If you're going to be moving and/or tilting the case, you might want to close the fill whole to avoiding spilling.  I tilted my case pretty good since I had a lot of air trapped in all my stuff, so I had the cap closed on my res.  You may not have too much work to do, but I think I'd close it just in case.


----------



## MxPhenom 216 (Nov 3, 2012)

manofthem said:


> If you're going to be moving and/or tilting the case, you might want to close the fill whole to avoiding spilling.  I tilted my case pretty good since I had a lot of air trapped in all my stuff, so I had the cap closed on my res.  You may not have too much work to do, but I think I'd close it just in case.



Its running pretty well right now. not as much big surges of bubbles. I just here the ones in the rad and block. Im going to have to turn the pump down a bit. i dont like the sound it makes all that much haha. Good thing its being connected to fan controller.

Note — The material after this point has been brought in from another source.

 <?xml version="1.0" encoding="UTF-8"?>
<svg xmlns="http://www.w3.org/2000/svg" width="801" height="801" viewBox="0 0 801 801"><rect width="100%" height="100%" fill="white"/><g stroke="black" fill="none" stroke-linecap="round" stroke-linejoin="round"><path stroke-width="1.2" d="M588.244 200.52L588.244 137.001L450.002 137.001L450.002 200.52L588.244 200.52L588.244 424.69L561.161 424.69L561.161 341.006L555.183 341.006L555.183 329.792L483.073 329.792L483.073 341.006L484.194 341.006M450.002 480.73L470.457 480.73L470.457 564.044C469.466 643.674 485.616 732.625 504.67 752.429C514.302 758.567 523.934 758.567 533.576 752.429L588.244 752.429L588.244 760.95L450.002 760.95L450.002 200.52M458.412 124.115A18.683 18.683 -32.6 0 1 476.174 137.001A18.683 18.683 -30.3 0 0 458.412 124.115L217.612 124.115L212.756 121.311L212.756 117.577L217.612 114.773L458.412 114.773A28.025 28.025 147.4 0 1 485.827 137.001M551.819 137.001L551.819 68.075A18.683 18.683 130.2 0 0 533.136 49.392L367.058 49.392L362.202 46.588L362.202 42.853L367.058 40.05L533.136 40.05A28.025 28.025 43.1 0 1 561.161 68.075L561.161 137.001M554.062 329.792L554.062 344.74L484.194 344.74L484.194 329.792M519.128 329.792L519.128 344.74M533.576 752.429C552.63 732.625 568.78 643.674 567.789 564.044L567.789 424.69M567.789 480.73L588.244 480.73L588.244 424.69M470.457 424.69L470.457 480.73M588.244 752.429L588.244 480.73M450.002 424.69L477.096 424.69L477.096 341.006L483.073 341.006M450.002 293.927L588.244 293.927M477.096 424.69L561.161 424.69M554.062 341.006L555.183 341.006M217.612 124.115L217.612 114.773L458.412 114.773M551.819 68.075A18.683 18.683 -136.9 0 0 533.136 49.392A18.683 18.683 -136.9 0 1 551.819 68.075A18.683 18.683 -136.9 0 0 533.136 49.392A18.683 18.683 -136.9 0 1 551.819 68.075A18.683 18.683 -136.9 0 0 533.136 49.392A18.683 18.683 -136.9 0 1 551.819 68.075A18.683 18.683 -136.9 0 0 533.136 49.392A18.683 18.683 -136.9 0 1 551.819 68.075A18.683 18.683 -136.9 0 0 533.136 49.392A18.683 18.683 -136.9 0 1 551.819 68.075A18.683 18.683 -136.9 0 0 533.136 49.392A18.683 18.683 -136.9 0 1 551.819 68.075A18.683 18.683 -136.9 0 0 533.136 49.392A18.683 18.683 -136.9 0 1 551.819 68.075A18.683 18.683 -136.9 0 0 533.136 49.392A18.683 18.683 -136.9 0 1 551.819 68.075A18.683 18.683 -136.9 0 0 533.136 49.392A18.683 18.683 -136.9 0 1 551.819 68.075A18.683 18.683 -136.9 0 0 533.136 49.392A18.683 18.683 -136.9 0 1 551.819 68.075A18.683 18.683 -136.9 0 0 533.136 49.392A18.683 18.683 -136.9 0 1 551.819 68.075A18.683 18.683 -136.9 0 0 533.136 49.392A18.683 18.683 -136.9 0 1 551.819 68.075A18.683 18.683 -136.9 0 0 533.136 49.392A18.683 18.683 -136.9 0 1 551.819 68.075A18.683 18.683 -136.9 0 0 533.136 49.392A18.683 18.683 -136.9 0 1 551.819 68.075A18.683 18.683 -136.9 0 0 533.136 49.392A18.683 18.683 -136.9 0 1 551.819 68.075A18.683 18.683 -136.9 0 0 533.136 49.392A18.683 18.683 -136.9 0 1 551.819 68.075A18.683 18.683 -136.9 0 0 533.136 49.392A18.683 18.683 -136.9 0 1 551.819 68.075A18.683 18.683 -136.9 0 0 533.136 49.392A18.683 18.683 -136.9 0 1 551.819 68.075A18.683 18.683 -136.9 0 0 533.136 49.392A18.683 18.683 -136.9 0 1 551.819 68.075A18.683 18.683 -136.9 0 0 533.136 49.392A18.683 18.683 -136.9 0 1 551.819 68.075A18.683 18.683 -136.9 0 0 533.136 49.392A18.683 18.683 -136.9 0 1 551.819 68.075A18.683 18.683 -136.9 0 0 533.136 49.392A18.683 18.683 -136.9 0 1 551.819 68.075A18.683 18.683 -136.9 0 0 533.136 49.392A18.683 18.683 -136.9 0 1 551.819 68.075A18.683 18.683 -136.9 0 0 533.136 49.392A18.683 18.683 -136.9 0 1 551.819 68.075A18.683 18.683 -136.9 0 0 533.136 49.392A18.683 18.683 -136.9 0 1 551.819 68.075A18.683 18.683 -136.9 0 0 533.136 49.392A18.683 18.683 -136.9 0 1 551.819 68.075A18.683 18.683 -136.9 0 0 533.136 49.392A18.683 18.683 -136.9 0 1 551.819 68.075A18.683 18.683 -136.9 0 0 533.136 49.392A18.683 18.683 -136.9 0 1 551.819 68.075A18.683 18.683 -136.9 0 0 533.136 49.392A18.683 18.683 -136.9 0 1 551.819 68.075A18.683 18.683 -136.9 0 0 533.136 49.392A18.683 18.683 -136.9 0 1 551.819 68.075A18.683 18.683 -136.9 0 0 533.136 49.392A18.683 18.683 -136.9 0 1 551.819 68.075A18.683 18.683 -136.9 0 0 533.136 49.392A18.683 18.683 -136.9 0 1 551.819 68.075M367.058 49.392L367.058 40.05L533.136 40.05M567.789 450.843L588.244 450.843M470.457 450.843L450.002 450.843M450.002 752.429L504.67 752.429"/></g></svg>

its coming along pretty well. Im going to upload a 2 minute video here in a sec.


----------



## manofthem (Nov 3, 2012)

MxPhenom 216 said:


> Its running pretty well right now. not as much big surges of bubbles. I just here the ones in the rad and block. Im going to have to turn the pump down a bit. i dont like the sound it makes all that much haha. Good thing its being connected to fan controller.
> 
> its coming along pretty well. Im going to upload a 2 minute video here in a sec.



Tilting the case and bumping the rad should get rid of the air trapped, as well as in the block.  It may take a bit.  My blocks are acrylic so I could actually see the air trapped inside, and it took a bit of wiggling/bumping/tilting to get them all out 

Looking forward to the video!


----------



## erocker (Nov 3, 2012)

MxPhenom 216 said:


> Its running pretty well right now. not as much big surges of bubbles. I just here the ones in the rad and block. Im going to have to turn the pump down a bit. i dont like the sound it makes all that much haha. Good thing its being connected to fan controller.
> 
> its coming along pretty well. Im going to upload a 2 minute video here in a sec.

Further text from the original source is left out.